Calculate the initial vertical velocity of the rocket.

ANSWERS

 

Q5 A projectile is required to impart a kinetic energy blow of 5000 J at a speed of 500 m/s.

ANSWERS

 

Q6. A pole vaulter has a weight of 800 N and vaults to a height of 4.5 m.

(See gravitational potential energy calculation page)

(a) How much work does the pole vaulter do?

(c) At the maximum height reached, what gravitational potential energy does the pole vaulter possess?

(b) What kinetic energy did the pole vaulter impart to its body on 'take-off' (and what assumption are you making?)
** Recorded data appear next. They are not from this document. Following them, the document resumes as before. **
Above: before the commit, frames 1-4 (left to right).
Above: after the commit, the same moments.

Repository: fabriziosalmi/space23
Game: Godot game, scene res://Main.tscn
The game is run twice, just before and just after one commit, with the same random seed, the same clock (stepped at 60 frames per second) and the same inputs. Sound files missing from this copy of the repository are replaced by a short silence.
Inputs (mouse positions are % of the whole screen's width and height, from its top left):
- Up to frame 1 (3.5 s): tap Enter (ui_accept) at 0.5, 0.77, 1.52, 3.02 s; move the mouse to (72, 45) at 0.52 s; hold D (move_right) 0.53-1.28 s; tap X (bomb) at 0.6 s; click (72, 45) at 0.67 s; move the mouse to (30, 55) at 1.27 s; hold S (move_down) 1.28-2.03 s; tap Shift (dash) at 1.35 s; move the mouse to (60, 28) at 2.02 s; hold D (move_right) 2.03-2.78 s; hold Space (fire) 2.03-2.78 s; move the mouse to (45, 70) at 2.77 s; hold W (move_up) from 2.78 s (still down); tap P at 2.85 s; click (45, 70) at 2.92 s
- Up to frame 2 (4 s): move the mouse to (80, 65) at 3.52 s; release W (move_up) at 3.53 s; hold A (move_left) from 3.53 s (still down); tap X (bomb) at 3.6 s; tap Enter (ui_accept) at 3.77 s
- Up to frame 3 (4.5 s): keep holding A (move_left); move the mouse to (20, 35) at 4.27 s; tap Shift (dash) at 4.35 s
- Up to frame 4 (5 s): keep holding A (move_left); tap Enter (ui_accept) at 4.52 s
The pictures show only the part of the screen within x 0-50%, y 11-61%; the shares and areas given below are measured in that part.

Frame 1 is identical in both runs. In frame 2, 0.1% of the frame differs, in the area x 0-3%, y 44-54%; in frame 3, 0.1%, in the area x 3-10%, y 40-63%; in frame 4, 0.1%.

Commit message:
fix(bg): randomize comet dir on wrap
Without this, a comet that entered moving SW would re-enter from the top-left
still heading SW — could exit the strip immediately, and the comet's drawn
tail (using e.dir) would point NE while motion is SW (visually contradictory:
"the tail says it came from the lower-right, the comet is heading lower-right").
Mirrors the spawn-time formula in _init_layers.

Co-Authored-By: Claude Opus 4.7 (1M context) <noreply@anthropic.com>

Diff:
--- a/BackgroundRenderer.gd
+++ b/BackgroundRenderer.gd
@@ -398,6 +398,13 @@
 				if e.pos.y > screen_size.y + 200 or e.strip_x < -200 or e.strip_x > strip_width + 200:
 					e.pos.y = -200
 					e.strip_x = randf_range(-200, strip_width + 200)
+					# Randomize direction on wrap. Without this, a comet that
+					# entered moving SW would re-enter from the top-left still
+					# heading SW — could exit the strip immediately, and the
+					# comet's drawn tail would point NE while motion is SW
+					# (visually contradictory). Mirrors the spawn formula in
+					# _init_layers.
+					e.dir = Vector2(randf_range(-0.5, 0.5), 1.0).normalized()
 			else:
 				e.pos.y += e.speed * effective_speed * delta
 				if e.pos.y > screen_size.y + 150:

(c) What is the kinetic energy of the pole vaulter immediately before impacting on the ground?

(d) What was the initial speed of take-off by the pole vaulter? (take gravity strength as 9.8 N/kg).

ANSWERS

 

Q7 A diver of mass 60 kg is perched on a 7.5 m high diving board. (First see GPE calculations page)

In your GPE calculations take gravitational field strength acceleration to be 9.8 m/s².
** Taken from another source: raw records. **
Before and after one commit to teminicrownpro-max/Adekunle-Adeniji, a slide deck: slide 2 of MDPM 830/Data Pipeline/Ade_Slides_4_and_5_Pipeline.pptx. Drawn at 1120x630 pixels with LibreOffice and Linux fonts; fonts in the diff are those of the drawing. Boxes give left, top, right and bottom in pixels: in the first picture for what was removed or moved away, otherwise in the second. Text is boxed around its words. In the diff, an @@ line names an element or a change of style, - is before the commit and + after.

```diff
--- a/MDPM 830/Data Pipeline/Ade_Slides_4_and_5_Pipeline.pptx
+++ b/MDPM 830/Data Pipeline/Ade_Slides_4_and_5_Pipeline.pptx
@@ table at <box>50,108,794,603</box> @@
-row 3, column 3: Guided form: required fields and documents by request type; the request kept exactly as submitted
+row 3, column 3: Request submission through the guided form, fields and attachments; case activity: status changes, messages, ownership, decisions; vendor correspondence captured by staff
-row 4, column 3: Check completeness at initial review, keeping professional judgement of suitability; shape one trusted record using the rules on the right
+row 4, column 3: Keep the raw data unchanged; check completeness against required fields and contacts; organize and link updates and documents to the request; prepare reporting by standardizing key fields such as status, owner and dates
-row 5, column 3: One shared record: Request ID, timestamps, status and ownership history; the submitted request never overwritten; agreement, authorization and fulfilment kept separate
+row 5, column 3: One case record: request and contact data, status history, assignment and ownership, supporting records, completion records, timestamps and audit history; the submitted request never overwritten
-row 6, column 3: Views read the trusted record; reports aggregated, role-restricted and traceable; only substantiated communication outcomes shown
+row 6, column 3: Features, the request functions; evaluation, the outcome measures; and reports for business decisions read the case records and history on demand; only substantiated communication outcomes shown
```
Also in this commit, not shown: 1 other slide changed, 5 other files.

The 10 m diving board is the highest in Olympic sport, 7.5 m board is the next highest.

(a) Calculate the gravitational potential energy (GPE) of the diver with respect to the surface of the water in the pool.
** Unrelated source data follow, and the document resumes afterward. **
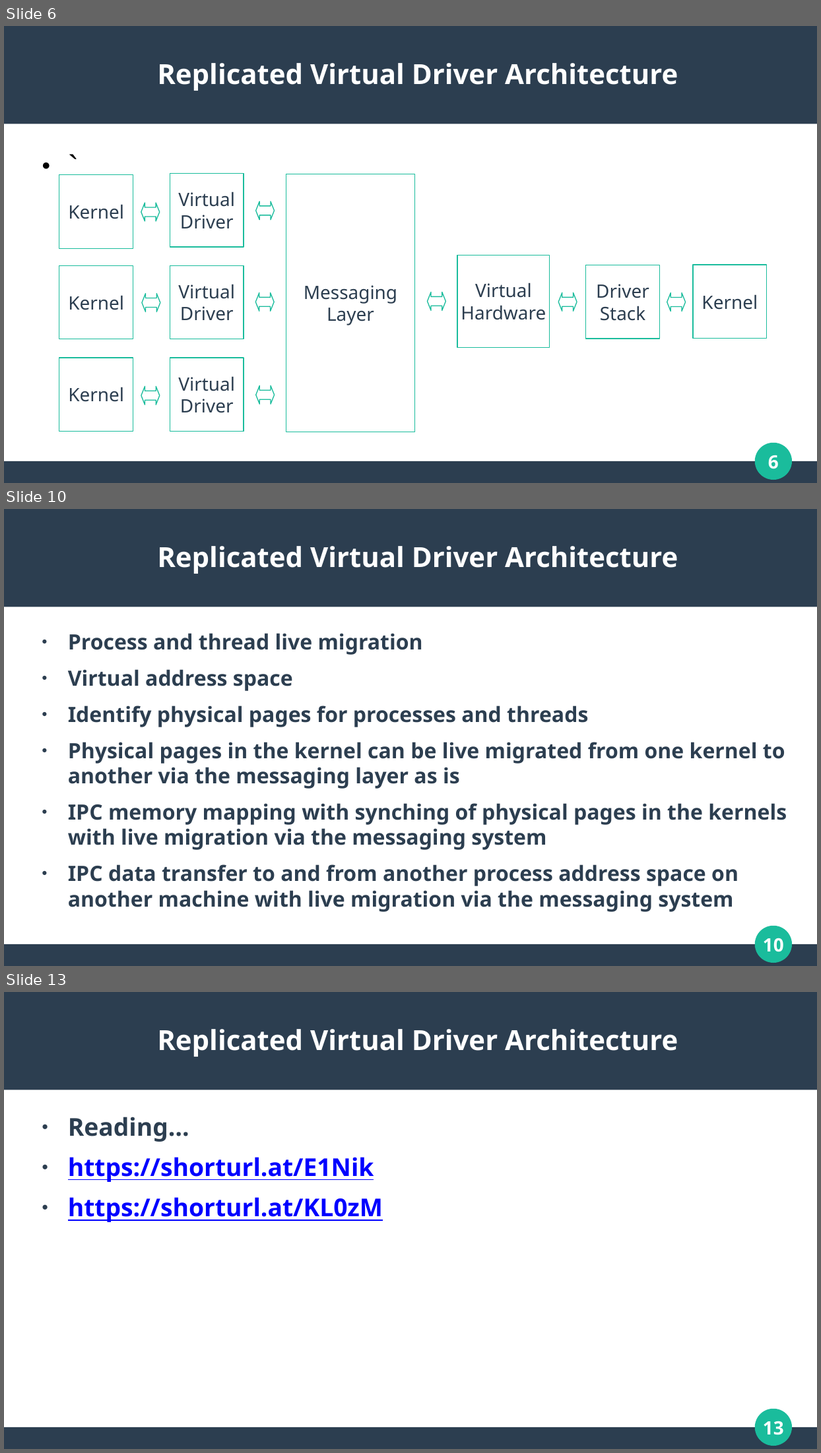
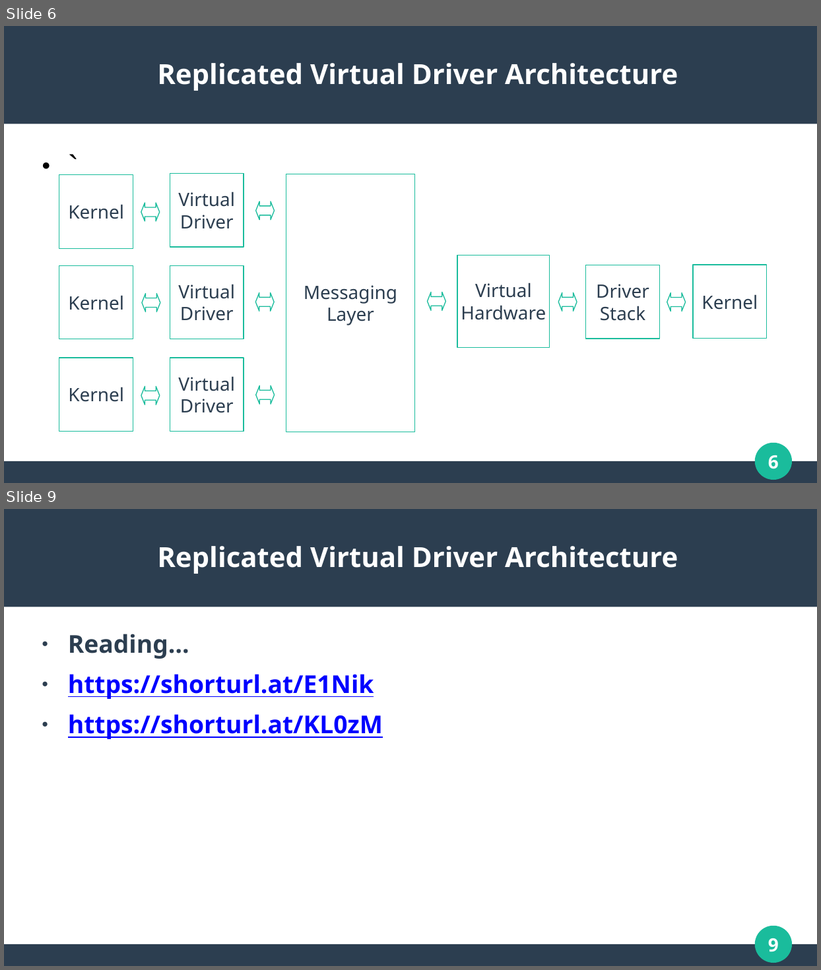
Before and after one commit to WaveArch/Wave, a slide deck: Replicated.pptx. Shown one above the other, each under a label of ours: slides 6, 10 and 13 before the commit, slides 6 and 9 after it; the slides between them are not shown. The pictures are 821x1453 and 821x970 pixels, drawn with LibreOffice and Linux fonts; fonts in the diff are those of the drawing. Boxes give left, top, right and bottom in pixels: in the first picture for what was removed or moved away, otherwise in the second. Text is boxed around its words. In the diff, an @@ line names an element or a change of style, - is before the commit and + after.

```diff
--- a/Replicated.pptx
+++ b/Replicated.pptx
@@ slide 10 removed at [4,509,817,966], background #FFFFFF; not listed: 4 template elements that a slide beside it also shows @@
@@ title removed at [157,546,678,574] @@
-Replicated Virtual Driver Architecture
@@ text removed at [68,633,787,912] @@
-● Process and thread live migration
-● Virtual address space
-● Identify physical pages for processes and threads
-● Physical pages in the kernel can be live migrated from one kernel to another via the messaging layer as is
-● IPC memory mapping with synching of physical pages in the kernels with live migration via the messaging system
-● IPC data transfer to and from another process address space on another machine with live migration via the messaging system
@@ what was slide 13 is now slide 9 @@
@@ page number at [768,939,779,953]: text changed @@
-13
+9
```
Also in this commit, not shown: 3 slides changed, 3 other slides removed.

(b) Just before the diver hits the water surface, what is the diver's maximum kinetic energy? Explain your answer.

(c) From your answers to (a) and (b) calculate the diver's speed on impacting on the surface of the water.

ANSWERS

 

Q8 A small bee of mass 0.06 g leaps up 10 cm above a flower. (g = 10 N/kg)

(a) Calculate the gain in gravitational potential energy.

(b) Assuming there is no further acceleration, and ignoring air resistance, what was the initial take off speed of the bee?

(c) If the same bee leaps from another flower and gains 2.0 x 10^-4 J, how high did the bee rise?

ANSWERS

 

Q9 In falling, an initially stationary 2.00 kg weight, loses 500 J of energy before hitting the floor.

(a) At what height was the weight dropped? (assume g = 10 N/kg)

(b) Neglecting air resistance, at what speed did the 2 kg weight hit the floor?

ANSWERS

 

Q10 An electric motor in a toy train does 0.2 J of work to accelerate it to a speed of 25 cm/s.

(a) If the toy train has a mass of 3500 g, what is the efficiency of the motor?

(b) Why is the efficiency much less than 100%?

ANSWERS

Keywords, phrases and learning objectives on kinetic energy stores

Be able to explain with examples what a kinetic energy store is.

Be able to explain how a kinetic energy store is converted into another energy store e.g. thermal energy from friction, electrical energy from a generator.

Know how to do calculations and solve problems using the formula for kinetic energy.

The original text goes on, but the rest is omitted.